Regardless of the decompression model or the decompression theory involved, the key to any dive table, including the algorithms used by computers, is that it is not exact. No table or computer can take into account differences in individuals (young, extremely fit Navy divers vs. over-50, overweight recreational divers) or, more importantly, variations in an individual from day to day. If you are tired, a little hung-over, and dehydrated, your individual risk of DCS on that day is greatly increased. The number of factors thought to affect susceptibility to DCS is large and no one really knows exactly how to account for them. Some computers take account of some of these variables, such as water temperature and workload, but no model can take into account all factors. It follows that any table or computer is not much more than an educated (albeit well-educated) guess. Although there have been significant changes in the tables over the years (such as the use of doppler data) and they way people are taught to dive (the addition of the safety stop, change in ascent rate from 60 fpm to 30 fpm, the deep stop), the tables were never anything more than a guideline. One of the most important things we teach in open-water classes is that staying within the tables or your computer's limits is no guarantee against DCS. Thus, the admonition to dive conservatively and to avoid going right out to the limits. Making intelligent decisions about diving requires an understanding of what the tables do and don't tell us. I think the key in responding to the OP's initial question is that the tables are not exact and never were.

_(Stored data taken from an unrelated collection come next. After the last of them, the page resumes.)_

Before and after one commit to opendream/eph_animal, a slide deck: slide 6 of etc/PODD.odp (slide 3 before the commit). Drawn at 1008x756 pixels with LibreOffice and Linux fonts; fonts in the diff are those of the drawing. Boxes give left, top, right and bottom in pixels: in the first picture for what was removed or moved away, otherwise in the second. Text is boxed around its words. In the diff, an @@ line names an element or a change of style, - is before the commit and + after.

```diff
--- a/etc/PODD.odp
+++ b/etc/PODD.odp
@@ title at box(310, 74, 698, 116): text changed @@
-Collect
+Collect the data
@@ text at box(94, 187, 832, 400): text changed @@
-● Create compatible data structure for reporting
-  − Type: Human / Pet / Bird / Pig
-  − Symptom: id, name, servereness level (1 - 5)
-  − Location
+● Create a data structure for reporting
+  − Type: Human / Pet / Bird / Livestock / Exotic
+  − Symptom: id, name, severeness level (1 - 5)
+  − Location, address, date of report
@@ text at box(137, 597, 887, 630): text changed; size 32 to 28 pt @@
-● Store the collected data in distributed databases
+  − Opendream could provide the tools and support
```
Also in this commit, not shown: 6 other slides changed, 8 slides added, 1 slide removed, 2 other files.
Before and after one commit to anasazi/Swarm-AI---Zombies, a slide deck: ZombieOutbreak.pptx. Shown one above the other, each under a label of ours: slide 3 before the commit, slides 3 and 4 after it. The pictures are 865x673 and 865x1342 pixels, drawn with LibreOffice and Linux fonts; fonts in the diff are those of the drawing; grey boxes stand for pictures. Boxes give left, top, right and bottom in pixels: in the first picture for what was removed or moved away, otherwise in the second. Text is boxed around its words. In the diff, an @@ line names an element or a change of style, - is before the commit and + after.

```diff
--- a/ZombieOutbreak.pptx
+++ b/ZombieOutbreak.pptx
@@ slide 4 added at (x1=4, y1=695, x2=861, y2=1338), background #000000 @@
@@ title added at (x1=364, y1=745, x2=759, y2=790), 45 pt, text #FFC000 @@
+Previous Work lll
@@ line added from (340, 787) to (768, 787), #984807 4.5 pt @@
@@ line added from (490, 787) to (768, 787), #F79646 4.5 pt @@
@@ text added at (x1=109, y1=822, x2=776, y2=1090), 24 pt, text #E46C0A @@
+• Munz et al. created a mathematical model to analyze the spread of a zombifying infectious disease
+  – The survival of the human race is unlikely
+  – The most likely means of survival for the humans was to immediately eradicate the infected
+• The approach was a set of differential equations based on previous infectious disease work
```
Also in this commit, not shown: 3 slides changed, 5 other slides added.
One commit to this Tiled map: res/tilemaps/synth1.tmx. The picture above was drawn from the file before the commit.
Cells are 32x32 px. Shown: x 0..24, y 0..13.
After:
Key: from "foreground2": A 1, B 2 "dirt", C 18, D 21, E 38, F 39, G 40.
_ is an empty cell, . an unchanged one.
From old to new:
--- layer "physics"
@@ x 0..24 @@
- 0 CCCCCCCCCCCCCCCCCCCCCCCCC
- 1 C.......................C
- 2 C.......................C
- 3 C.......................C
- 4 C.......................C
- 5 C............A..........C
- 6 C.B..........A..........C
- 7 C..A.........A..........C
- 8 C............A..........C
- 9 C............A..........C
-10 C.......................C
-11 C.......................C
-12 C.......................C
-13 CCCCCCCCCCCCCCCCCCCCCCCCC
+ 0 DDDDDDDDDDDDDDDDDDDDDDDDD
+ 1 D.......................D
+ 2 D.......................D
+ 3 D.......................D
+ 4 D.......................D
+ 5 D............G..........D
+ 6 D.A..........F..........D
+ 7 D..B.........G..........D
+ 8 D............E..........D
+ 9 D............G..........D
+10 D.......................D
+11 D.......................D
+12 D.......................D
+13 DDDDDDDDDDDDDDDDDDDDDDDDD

The tables and diving practices have been changed as we have learned more about decompression theory, but this should not give anyone a false sense of security. Our tables and practices are probably better now, but we still need to keep in mind that all of the tables and algorithms are approximations.
 
the rdp is still much more conservative than the navy tables and are set for less than perfect bodies but any thing other than normal conditions including water temp, pre and post dive exercise, smoking and most of all dehydration can cause you to get bent you can also take a hit for no reason so stay away from the limits if you can and know all the rules on your rdp not just some of them
 
Try to get away from the idea of a "no decompression dive", its a bit misleading. Every dive is a decompression dive, its just how we decompress that differs. The "no decompression dive" still requires the body to offgas as you ascend, but it is considered that as there is only a limited amount of absorbed gas in the body, it can be offgassed safely during the controled ascent to the surface. The ascent time is the "decompression stop" for that dive. Ascend too quick and the body does not have time to offgas safely and you can end up at the surface with an excess of gas in you tissues resulting in DCI.

Tables are produced with limits of gas that can be absorbed into the tissues, based on the speed at which this gas can be unloaded during an ascent at or below a given speed. Exceed this ascent rate and you invalidate the tables assumption as to tissue gas loading. The slower the ascent the safer you are, personally i try to keep my ascent below 6m/min (19 ft/min) at all stages of my ascent.